Cause of variation

From CEOpedia | Management online

Cause of variation is the difference between an expected result or outcome and the actual result or outcome. In management, cause of variation is the identification of factors that contribute to differences between projected and actual performance. It is a process of evaluating the data to identify the source of the variation and determine its impact on the overall system. Cause of variation analysis can help managers determine if the variation is due to normal fluctuations or to an underlying issue that needs to be addressed. The analysis can help managers determine the best action to take to achieve the desired results.

Example of cause of variation

  • A manufacturing company notices that their production output is lower than expected. They can use cause of variation analysis to identify the potential causes of the lower output, such as an increase in faulty raw materials, a decrease in available labor, or a decrease in efficiency due to outdated equipment.
  • A hospital notices that there is a higher than expected number of patients in the emergency room. They can use cause of variation analysis to identify the potential causes of the higher number, such as an increase in the number of non-emergency cases, a decrease in available medical staff, or a decrease in efficiency due to outdated equipment.
  • A retail store notices that their sales have decreased compared to the same period last year. They can use cause of variation analysis to identify the potential causes of the decrease, such as an increase in competition, an increase in online shopping, or a decrease in customer satisfaction due to poor customer service.

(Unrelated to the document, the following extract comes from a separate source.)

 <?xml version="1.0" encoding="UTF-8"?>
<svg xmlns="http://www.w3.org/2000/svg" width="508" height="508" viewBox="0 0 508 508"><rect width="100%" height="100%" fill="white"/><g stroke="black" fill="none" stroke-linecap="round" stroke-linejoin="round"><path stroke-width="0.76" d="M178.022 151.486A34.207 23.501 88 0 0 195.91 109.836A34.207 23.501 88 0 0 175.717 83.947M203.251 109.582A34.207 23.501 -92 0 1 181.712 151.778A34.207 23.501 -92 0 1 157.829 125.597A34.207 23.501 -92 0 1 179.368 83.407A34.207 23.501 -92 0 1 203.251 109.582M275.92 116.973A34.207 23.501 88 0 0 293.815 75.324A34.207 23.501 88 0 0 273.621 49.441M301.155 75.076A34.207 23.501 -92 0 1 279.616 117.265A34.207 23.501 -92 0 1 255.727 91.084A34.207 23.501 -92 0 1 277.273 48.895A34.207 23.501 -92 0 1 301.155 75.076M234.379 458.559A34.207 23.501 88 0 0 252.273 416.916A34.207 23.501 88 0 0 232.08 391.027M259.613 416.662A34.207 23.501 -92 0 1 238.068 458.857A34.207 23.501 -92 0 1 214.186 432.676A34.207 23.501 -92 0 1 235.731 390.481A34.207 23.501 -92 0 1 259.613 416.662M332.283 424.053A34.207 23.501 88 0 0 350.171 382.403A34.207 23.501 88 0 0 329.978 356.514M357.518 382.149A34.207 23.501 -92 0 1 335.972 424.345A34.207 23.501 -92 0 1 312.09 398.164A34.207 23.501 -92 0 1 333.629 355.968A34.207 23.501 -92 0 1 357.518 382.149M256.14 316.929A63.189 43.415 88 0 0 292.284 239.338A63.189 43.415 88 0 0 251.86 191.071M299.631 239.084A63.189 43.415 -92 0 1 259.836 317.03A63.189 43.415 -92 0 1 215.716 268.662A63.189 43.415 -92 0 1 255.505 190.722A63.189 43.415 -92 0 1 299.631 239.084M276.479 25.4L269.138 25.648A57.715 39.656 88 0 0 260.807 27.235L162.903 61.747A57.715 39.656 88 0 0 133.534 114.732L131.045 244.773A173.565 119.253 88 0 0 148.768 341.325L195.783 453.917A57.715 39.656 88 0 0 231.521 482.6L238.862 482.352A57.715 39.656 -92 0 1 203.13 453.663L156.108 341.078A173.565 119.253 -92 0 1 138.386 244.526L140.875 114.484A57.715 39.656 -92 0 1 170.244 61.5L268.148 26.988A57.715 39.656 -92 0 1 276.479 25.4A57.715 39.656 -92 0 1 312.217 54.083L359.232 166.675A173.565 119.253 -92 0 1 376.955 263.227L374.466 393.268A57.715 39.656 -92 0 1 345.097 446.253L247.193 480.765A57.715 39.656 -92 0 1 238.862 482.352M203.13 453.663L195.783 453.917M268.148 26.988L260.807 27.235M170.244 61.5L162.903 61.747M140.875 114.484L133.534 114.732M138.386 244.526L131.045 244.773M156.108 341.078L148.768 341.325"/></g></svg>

Types of cause of variation

Cause of variation can be categorized into several types. These include:

  • Special Causes of Variation: Special causes of variation are those factors that are outside of the normal range of expected variation, and are caused by a specific event or factor. They are typically caused by external factors such as changes in the market or environment, or by internal factors such as operational errors or mismanagement.
  • Common Causes of Variation: Common causes of variation are those factors that are within the normal range of expected variation, and are caused by internal factors such as the natural fluctuations of the system, or by external factors such as the natural environment.
  • Systemic Causes of Variation: Systemic causes of variation are those factors that are part of the system and are caused by a combination of external and internal factors. These are typically caused by structural or organizational issues, such as inadequate resources or processes.
  • Uncontrollable Causes of Variation: Uncontrollable causes of variation are those factors that are outside of the control of the organization and are typically caused by external factors such as natural disasters, economic downturns, or political changes.

Limitations of variation

The limitations of cause of variation analysis include:

  • Difficulty in isolating the effect of a single factor: When multiple factors are at play, it can be difficult to isolate the effect of a single factor on the variation. This can lead to inaccurate results.
  • Overlooking other factors: If the cause of variation analysis fails to take into account other factors that could be causing the variation, it can lead to inaccurate conclusions.
  • Ignoring external factors: External factors such as customer preferences or economic conditions can have a significant impact on performance. If these are not taken into account, the cause of variation analysis may be insufficient.
  • Time consuming: Analyzing the cause of variation can be a time consuming and resource intensive process, making it difficult to incorporate in regular management practices.
  • Difficulty in quantifying effects: It can be difficult to quantify the effects of a particular factor on the variation, making it hard to measure the impact of any changes.